A discrimination claim has highlighted the fundraising community's diversity deficit, writes Georgina Lock.
Walk into any UK fundraising conference and you cannot help but notice that the voluntary sector values of diversity, inclusiveness and equality are barely evident.
Most of the people in the audience will be white. Those on the stage conducting proceedings are generally white, middle-aged and male - hardly a reflection of many of the communities their organisations are working to support.
This lack of diversity in the fundraising community was thrown into sharp relief at the end of last month when Antony Francis, a former employee at NCH, was paid an undisclosed sum in an out-of-court settlement after he alleged he was discriminated against for being black and gay.
A key strand of his case was a claim that the NCH fundraising team was referred to by other employees as the "pony club" because of the predominance in it of "white, female, straight blue-eyed blondes". Although the nickname is not one that seems to have leaked out to the rest of the sector - no charity consulted for this article had heard of it - there is a consensus that the imbalances it suggests do indeed exist.
Although the fundraising community insists that work is under way to address the problem, the fact that only one mainstream charity boasts a black fundraising director (Paul Amadi at Sense) should set alarm bells ringing - especially since so many of the big charities are based in London, where more than one in three residents are from a black or minority ethnic group.
The Black Fundraisers Network Special Interest Group, which is independent of the Institute of Fundraising, was set up in April this year, with Amadi as chair. Last week it held the first in a series of seminars looking at the issues faced by BME fundraisers.
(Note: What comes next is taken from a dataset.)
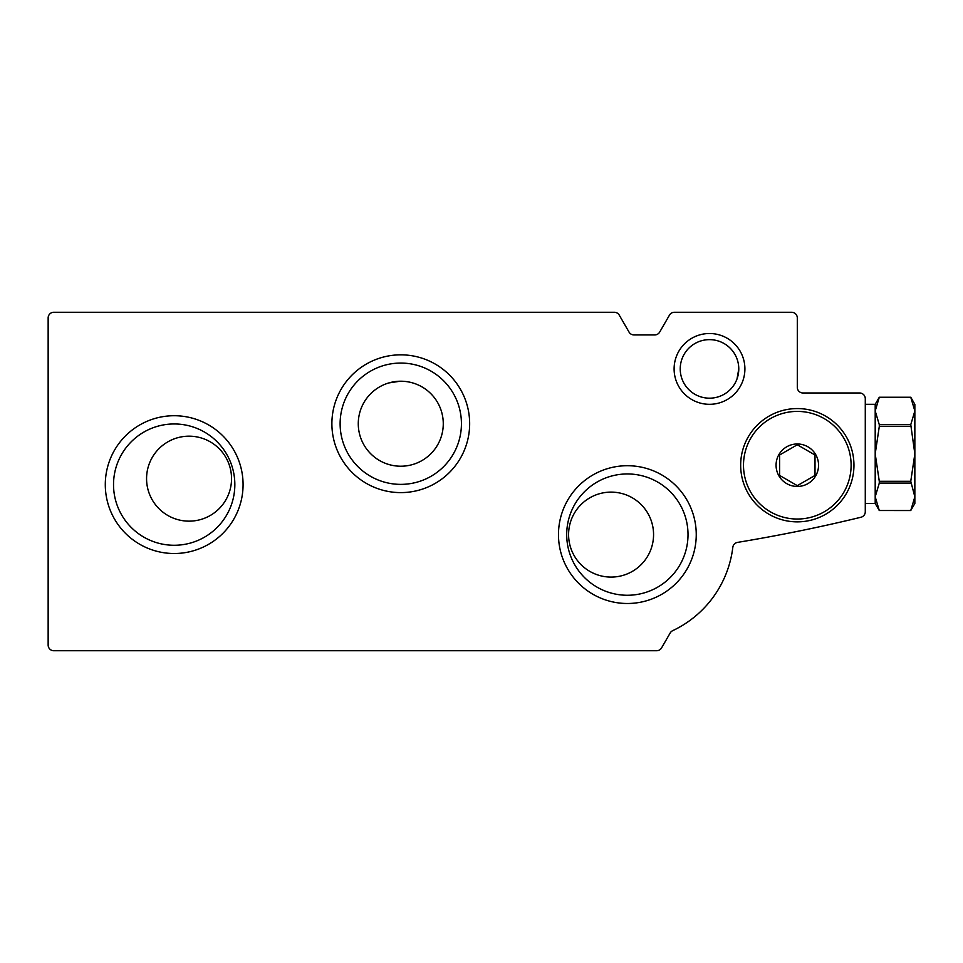 <?xml version="1.0" encoding="UTF-8"?>
<svg xmlns="http://www.w3.org/2000/svg" width="963" height="963" viewBox="0 0 963 963"><rect width="100%" height="100%" fill="white"/><g stroke="black" fill="none" stroke-linecap="round" stroke-linejoin="round"><path stroke-width="1.44" d="M443.269 423.72A42.48 42.48 0 0 0 379.53 386.921A42.48 42.48 0 0 0 379.53 460.519A42.48 42.48 0 0 0 443.269 423.72M388.992 382.901L400.066 381.24M738.777 368.913A29.275 29.275 0 0 0 694.865 343.562A29.275 29.275 0 0 0 694.865 394.264A29.275 29.275 0 0 0 738.777 368.913L737.044 378.832L738.356 373.837M738.765 369.599L737.044 378.832L738.765 369.599M653.564 534.609A42.48 42.48 0 0 0 589.838 497.811A42.48 42.48 0 0 0 589.838 571.396A42.48 42.48 0 0 0 653.564 534.609M231.541 478.671A42.48 42.48 0 0 0 167.815 441.873A42.48 42.48 0 0 0 167.815 515.458A42.48 42.48 0 0 0 231.541 478.671M859.622 392.988A5.67 5.67 0 0 1 865.28 398.658L865.28 511.75A5.67 5.67 0 0 1 860.958 517.251A1699.406 1699.406 0 0 1 737.514 542.398A5.67 5.67 0 0 0 732.819 547.309A106.219 106.219 0 0 1 672.692 630.669A5.67 5.67 0 0 0 670.2 632.956L661.569 647.906A5.67 5.67 0 0 1 656.67 650.735L53.82 650.735A5.67 5.67 0 0 1 48.15 645.066L48.15 317.934A5.67 5.67 0 0 1 53.82 312.265L614.322 312.265A5.67 5.67 0 0 1 619.233 315.094L629.044 332.091A5.67 5.67 0 0 0 633.943 334.931L654.768 334.931A5.67 5.67 0 0 0 659.679 332.091L669.49 315.094A5.67 5.67 0 0 1 674.401 312.265L791.646 312.265A5.67 5.67 0 0 1 797.304 317.934L797.304 387.319A5.67 5.67 0 0 0 802.973 392.988L859.622 392.988M696.249 534.609A68.879 68.879 0 0 0 592.919 474.952A68.879 68.879 0 0 0 592.919 594.255A68.879 68.879 0 0 0 696.249 534.609M243.073 484.618A68.879 68.879 0 0 0 139.743 424.96A68.879 68.879 0 0 0 139.743 544.276A68.879 68.879 0 0 0 243.073 484.618M469.655 423.72A68.879 68.879 0 0 0 366.337 364.062A68.879 68.879 0 0 0 366.337 483.378A68.879 68.879 0 0 0 469.655 423.72M744.905 368.913A35.402 35.402 0 0 0 691.807 338.254A35.402 35.402 0 0 0 691.807 399.573A35.402 35.402 0 0 0 744.905 368.913M461.433 423.72A60.657 60.657 0 0 0 370.454 371.188A60.657 60.657 0 0 0 370.454 476.252A60.657 60.657 0 0 0 461.433 423.72M234.84 484.618A60.657 60.657 0 0 0 143.86 432.086A60.657 60.657 0 0 0 143.86 537.149A60.657 60.657 0 0 0 234.84 484.618M688.015 534.609A60.657 60.657 0 0 0 597.036 482.078A60.657 60.657 0 0 0 597.036 587.141A60.657 60.657 0 0 0 688.015 534.609M797.304 486.459A21.246 21.246 0 0 1 778.911 454.596A21.246 21.246 0 0 1 815.709 454.596A21.246 21.246 0 0 1 797.304 486.459M815.011 475.433L797.304 485.653L779.609 475.433L779.609 454.993L797.304 444.774L815.011 454.993L815.011 475.433L815.011 454.993L797.304 444.774L779.609 454.993L779.609 475.433L797.304 485.653L815.011 475.433M797.304 521.862A56.648 56.648 0 0 1 748.251 436.889A56.648 56.648 0 0 1 846.369 436.889A56.648 56.648 0 0 1 797.304 521.862M910.757 424.671L914.85 453.886L914.85 410.96L910.757 424.671L879.291 424.671L875.198 410.96L875.198 404.316L879.291 397.238L875.198 410.96L879.291 397.25L910.757 397.238L914.85 410.96L914.85 404.316L910.757 397.238L879.291 397.238M910.757 481.307L914.85 496.812L914.85 453.886L910.757 481.307L879.291 481.307L875.198 453.886L875.198 410.96M910.757 510.534L879.291 510.522L910.757 510.522L914.85 503.456L914.85 496.812L910.757 510.534L914.85 496.812M910.757 426.465L879.291 426.465L879.291 424.671M910.757 483.101L879.291 483.101L879.291 481.307M879.291 483.101L875.198 496.812L875.198 503.456L879.291 510.534L875.198 496.812L875.198 453.886L879.291 426.465M797.304 519.033A53.82 53.82 0 0 1 750.707 438.309A53.82 53.82 0 0 1 843.913 438.309A53.82 53.82 0 0 1 797.304 519.033M875.198 404.316L865.28 404.316M875.198 503.456L865.28 503.456"/></g></svg>

The seminar, hosted by Scope and led by Mide Akerewusi, head of high-value appeals at Scope and a founding member of the network, and Glen Fendley, fundraising consultant, focused on major donors in the black community.
About 30 people, including representatives from Marie Curie Cancer Care, attended the session. Akerewusi, who wants to see a holistic approach to solving the problem, was particularly pleased to see a mainstream charity taking an interest. He is also working with the Institute of Fundraising to develop or enhance codes of conduct to improve the diversity of the fundraising community.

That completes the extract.